▶ **EXERCISE DIRECTIONS**
Search the material for the string "Massal" and copy each line where it occurs.

DATA SUPPLIED Start Marker

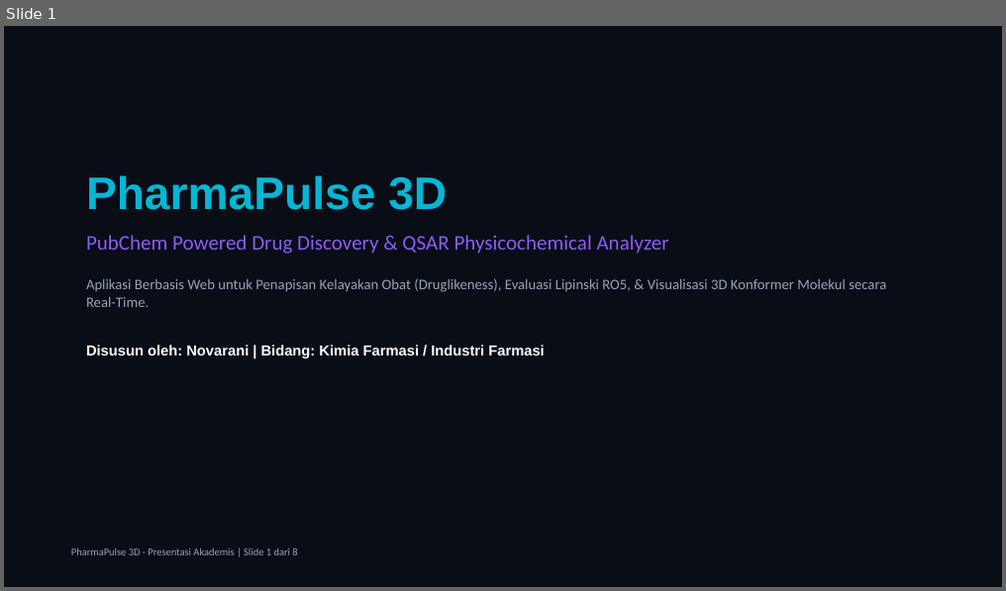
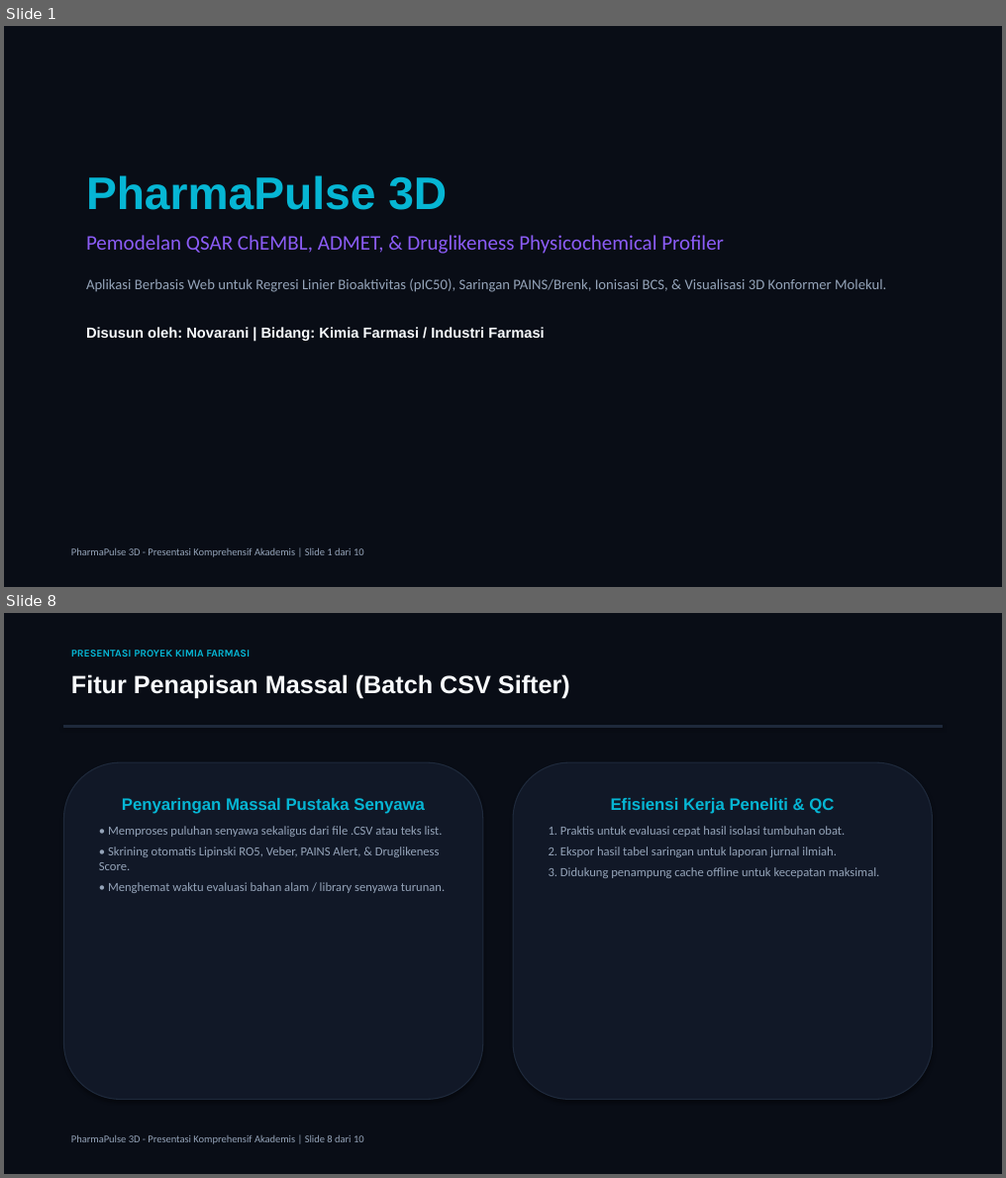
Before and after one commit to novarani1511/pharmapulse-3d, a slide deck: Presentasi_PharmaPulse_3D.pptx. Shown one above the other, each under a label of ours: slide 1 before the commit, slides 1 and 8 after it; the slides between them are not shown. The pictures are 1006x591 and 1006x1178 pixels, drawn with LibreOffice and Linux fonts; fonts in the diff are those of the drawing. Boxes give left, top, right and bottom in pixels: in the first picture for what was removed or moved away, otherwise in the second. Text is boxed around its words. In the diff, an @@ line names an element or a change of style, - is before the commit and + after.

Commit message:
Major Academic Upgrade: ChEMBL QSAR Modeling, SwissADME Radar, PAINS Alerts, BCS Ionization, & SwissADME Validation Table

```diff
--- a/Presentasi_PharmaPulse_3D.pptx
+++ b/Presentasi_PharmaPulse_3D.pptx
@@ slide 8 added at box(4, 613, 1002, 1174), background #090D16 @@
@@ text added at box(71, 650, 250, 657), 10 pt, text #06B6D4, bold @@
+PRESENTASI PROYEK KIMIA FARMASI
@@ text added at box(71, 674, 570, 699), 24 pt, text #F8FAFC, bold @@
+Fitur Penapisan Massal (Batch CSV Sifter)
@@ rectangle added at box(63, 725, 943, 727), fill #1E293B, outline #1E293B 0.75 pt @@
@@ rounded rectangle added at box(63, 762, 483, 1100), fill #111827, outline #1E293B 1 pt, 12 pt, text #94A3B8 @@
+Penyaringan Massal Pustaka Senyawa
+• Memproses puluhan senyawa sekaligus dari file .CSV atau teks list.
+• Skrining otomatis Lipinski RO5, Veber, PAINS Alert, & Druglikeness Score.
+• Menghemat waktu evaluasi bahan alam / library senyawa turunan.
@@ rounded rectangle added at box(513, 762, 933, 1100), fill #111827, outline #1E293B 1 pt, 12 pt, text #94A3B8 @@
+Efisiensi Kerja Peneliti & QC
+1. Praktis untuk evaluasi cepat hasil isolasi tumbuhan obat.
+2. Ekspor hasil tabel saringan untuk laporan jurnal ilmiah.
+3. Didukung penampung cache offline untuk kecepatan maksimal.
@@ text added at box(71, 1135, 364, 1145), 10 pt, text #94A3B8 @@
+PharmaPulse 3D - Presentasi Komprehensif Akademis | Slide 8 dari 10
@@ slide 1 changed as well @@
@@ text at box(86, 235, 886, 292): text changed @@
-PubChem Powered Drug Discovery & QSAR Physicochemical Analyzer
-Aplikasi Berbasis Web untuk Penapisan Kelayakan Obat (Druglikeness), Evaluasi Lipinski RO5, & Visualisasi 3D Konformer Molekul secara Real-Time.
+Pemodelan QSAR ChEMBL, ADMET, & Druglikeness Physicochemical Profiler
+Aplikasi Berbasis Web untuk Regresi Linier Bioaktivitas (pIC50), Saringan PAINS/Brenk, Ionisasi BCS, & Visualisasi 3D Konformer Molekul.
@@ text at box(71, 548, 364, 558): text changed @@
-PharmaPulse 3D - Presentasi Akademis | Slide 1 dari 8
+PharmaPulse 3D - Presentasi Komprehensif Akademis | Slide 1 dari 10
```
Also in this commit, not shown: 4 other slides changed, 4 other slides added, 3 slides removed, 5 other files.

DATA SUPPLIED End Marker

▶ **ANSWER FOR THIS EXERCISE**
+Fitur Penapisan Massal (Batch CSV Sifter)
+Penyaringan Massal Pustaka Senyawa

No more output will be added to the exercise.